Policy think tank IMANI-Africa has called for a major reset of Ghana’s fiscal framework, urging government to strengthen revenue mobilization and expenditure management to restore credibility to fiscal consolidation efforts.
In a submission, IMANI said revenue mobilization should combine four elements: broadening the base by rationalizing exemptions and gradually bringing the informal sector into the tax net; deepening underutilized instruments such as property rates and environmental excises; enhancing compliance through technology-driven monitoring and risk-based audits; and building trust by linking revenues to visible service delivery and fiscal transparency.

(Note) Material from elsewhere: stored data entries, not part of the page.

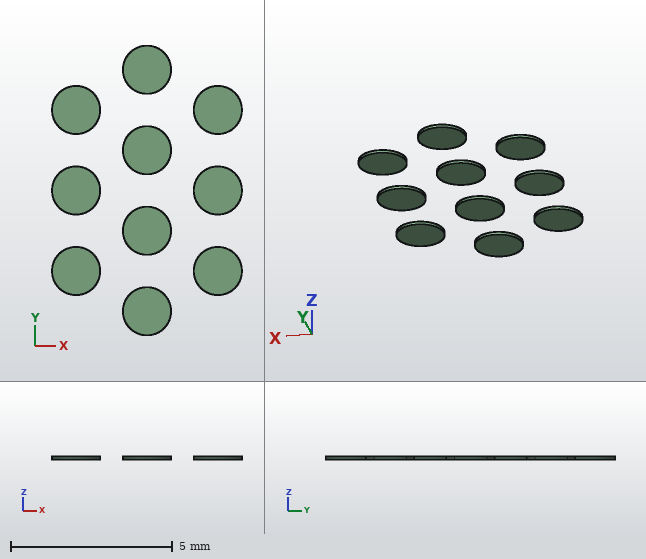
import cadquery as cq

overall_width = 5.9
overall_length = 9.0
disc_diameter = 1.5
disc_thickness = 0.1
center_column_count = 4
side_column_count = 3

column_spacing = (overall_width - disc_diameter) / 2
row_pitch = (overall_length - disc_diameter) / (center_column_count - 1)


def make_disc(x, y):
    """One flat round disc, centred on (x, y) and on the XY plane."""
    disc = cq.Workplane("XY").cylinder(disc_thickness, disc_diameter / 2)
    return disc.translate((x, y, 0)).val()


def make_disc_column(x, count):
    """A column of separate discs along Y, centred on Y = 0."""
    first_y = -(count - 1) * row_pitch / 2
    return [make_disc(x, first_y + row * row_pitch) for row in range(count)]


discs = []
for column_x, disc_count in (
    (-column_spacing, side_column_count),
    (0, center_column_count),
    (column_spacing, side_column_count),
):
    discs.extend(make_disc_column(column_x, disc_count))

result = cq.Compound.makeCompound(discs)

Key recommendations include completing the digitization and revaluation of property rates to ensure equitable sharing between the Ghana Revenue Authority and Metropolitan, Municipal and District Assemblies, expanding environmental excise levies on items such as plastics and sugary drinks, and investing in compliance enforcement capacity.
On the expenditure side, IMANI highlighted persistent losses from state-owned enterprises (SOEs), weak control over tax expenditures and hidden quasi-fiscal activities that continue to drain public resources. The report cited the 2022 State Ownership Report, which showed that nearly two-thirds of commercial SOEs were loss-making, with cumulative net losses exceeding GH¢5 billion in recent years.
The think tank recommended enforcing SOE performance contracts with measurable fiscal targets, prohibiting new government guarantees to loss-making firms unless part of a restructuring plan approved by Parliament, and publishing an annual Fiscal Risk Statement quantifying contingent liabilities.
IMANI also called for reforms to Ghana’s tax exemption regime to better support renewable energy adoption. While solar panels currently enjoy tax exemptions, complementary components such as batteries, inverters, mounting systems and installation services remain subject to statutory levies. The group proposed extending exemptions to all critical components and introducing a net metering framework in 2026 to encourage larger installations.
Finally, IMANI urged government to eliminate quasi-fiscal expenditures such as petroleum price smoothing and below-cost power tariffs that obscure the true fiscal position. It recommended conducting a comprehensive inventory of such activities, reclassifying valid social subsidies as explicit on-budget transfers, and phasing out all non-essential quasi-fiscal operations in line with IMF program benchmarks.
According to IMANI, implementing these measures would not only improve fiscal transparency but also align Ghana’s policies with its development and energy transition priorities.
Business Implications of IMANI’s Fiscal Reform Proposal
IMANI’s recommendations also carry clear opportunities for the private sector. The digitization and revaluation of property rates would formalize Ghana’s urban real estate market, improve valuation databases, and provide local governments with new revenue streams, while developers and lenders would benefit from a more transparent pricing environment.
In consumer markets, expanding environmental excise levies on plastics and sugary drinks would raise compliance costs for manufacturers but could accelerate innovation in biodegradable packaging and healthier product lines. This shift may open space for eco-friendly startups and position Ghana as a testbed for sustainable consumer goods.
The renewable energy sector stands to gain significantly if exemptions are extended beyond solar panels to batteries, inverters, and mounting systems. Lower installation costs combined with the introduction of net metering could trigger a surge in adoption, creating new energy entrepreneurs, attracting foreign investment, and stimulating demand for financing solutions.
Financial services and technology providers would also find opportunities in the compliance push. Stronger monitoring, data analytics, and risk-based audits would expand demand for fintech, regtech, and cybersecurity tools, while banks and insurers could build new service lines around taxpayer onboarding, digital payments, and risk management.
Capital markets may benefit as well. Enforcing SOE performance contracts and publishing an annual Fiscal Risk Statement would improve transparency, strengthening investor confidence in Ghana’s bonds and equities. Partial divestitures or strategic partnerships in loss-making SOEs could further open the door for public-private partnerships, unlocking institutional investment in sectors such as energy, transport, and telecoms.
In essence, while IMANI frames its proposals as fiscal consolidation measures, they also present avenues for growth across real estate, consumer goods, renewable energy, financial technology, and capital markets.